Just 10% of private towers have had Grenfell cladding removed

Grenfell Tower, in west London, after high winds damaged plastic sheeting covering the building. (Photo by Dominic Lipinski/PA Images via Getty Images)
Grenfell Tower, in west London, after high winds damaged plastic sheeting covering the building. (Photo by Dominic Lipinski/PA Images via Getty Images)

As campaigners marked the second anniversary of the Grenfell Tower disaster by projecting messages against vulnerable blocks in London, Salford and Newcastle, it was revealed this week that just 13 out of 176 privately owned high rises identified as being clad in the same material have been fixed.

Research by The Guardian using figures from the Ministry of Housing, Communities and Local Government showed that in the last four months just three buildings had seen the aluminium composite material (ACM) removed.

In the social housing sector, just over a third of buildings wrapped in ACM have been fixed - 56 out of 158 - however applications to a £200 million fund set up by the government to help those in private building where the owners refuse to pay up have been suspended until summer at the earliest.

The fire last weekend that tore through a private development by Bellway Homes in Barking highlighted the continuing threat to people living in blocks.

Last night’s guerrilla projections, which were organised by the Grenfell United action group, were targeted at three blocks which two years on from the tragedy, in which 72 people died, are still unsafe.

Frinstead House, which is on the Silchester Road Estate in west London and neighbours Grenfell, had the message ‘2 years after Grenfell this building still has no sprinklers’ beamed on to it.

In Salford, the statement on NV Buildings was: ‘2 years after Grenfell and this building is still covered in dangerous cladding. #DemandChange’. A leaseholder of a flat there told the Guardian that the 250 households there were being asked to pay up to £3m to remove combustible insulation.

And Cruddas Park House in Newcastle the message was: ‘The fire doors in this building are still not fit for purpose’.

Hannah Reid, who lives in the building, told the newspaper that “we are afraid the same thing [as Grenfell] could happen to us.
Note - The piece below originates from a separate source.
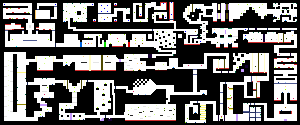
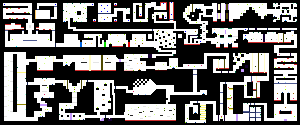
Revision of a layered 300 × 125 image; what changed, layer by layer:
painted on "hardmode" over [17, 13, 295, 117]

The demands of the people of Grenfell were ignored and the same thing is happening to us. Not just us but all across the country.”
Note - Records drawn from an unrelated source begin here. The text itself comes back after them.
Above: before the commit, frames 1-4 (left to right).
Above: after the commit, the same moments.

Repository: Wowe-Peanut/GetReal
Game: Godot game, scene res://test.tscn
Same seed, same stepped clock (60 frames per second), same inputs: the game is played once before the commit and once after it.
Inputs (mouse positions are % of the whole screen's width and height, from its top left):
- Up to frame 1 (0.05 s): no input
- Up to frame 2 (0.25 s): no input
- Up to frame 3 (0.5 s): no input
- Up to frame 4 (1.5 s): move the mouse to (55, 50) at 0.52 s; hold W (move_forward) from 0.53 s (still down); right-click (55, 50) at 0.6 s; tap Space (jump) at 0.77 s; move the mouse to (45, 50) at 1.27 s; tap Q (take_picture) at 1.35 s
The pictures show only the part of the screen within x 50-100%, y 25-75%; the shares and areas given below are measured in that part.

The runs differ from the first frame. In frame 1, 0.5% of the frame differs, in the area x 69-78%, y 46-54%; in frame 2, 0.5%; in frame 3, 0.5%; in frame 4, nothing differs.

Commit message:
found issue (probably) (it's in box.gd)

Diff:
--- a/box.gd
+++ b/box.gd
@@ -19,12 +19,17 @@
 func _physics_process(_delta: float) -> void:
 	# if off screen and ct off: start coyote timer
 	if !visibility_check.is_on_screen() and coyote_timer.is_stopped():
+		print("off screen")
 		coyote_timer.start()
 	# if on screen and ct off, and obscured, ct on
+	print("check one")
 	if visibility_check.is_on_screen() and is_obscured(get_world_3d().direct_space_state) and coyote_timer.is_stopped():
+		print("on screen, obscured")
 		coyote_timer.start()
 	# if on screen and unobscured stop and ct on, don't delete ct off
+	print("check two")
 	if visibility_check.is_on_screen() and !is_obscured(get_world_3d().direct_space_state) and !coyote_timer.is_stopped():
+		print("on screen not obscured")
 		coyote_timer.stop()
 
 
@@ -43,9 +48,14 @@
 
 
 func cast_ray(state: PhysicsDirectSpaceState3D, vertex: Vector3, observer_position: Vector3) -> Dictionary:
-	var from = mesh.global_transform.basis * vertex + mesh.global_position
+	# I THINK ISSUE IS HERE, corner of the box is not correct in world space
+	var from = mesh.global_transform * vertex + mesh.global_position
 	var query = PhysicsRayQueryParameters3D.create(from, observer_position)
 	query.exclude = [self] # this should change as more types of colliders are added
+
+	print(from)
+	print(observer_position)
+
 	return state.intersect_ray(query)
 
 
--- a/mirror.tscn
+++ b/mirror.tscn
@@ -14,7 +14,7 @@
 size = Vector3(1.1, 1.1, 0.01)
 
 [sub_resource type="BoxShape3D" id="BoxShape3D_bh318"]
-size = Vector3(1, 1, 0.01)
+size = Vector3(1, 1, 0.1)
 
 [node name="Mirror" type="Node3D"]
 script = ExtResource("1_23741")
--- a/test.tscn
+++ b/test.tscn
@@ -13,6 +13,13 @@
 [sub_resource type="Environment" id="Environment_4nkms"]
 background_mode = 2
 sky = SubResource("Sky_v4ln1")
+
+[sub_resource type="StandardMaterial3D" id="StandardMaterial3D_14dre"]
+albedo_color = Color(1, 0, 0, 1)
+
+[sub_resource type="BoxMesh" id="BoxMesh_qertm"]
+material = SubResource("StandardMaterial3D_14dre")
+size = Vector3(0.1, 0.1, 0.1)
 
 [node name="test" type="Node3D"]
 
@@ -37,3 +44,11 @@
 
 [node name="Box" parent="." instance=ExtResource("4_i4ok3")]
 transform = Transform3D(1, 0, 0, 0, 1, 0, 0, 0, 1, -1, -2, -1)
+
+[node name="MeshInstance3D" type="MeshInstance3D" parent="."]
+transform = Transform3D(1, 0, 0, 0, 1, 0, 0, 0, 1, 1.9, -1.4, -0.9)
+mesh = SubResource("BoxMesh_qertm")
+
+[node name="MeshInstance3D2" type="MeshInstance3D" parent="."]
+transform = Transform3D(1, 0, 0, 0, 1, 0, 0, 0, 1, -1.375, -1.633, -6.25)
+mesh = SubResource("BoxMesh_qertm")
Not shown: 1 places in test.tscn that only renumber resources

Survivors of the Grenfell fire are joined by fire fighters and supporters for a monthly silent walk to remember the dead and demand justice for the living (Guy Smallman/Getty Images)
Survivors of the Grenfell fire are joined by fire fighters and supporters for a monthly silent walk to remember the dead and demand justice for the living (Guy Smallman/Getty Images)

The anniversary, which falls on Friday 14, will be marked by commemorative services and a silent march through the streets of west London around the tower.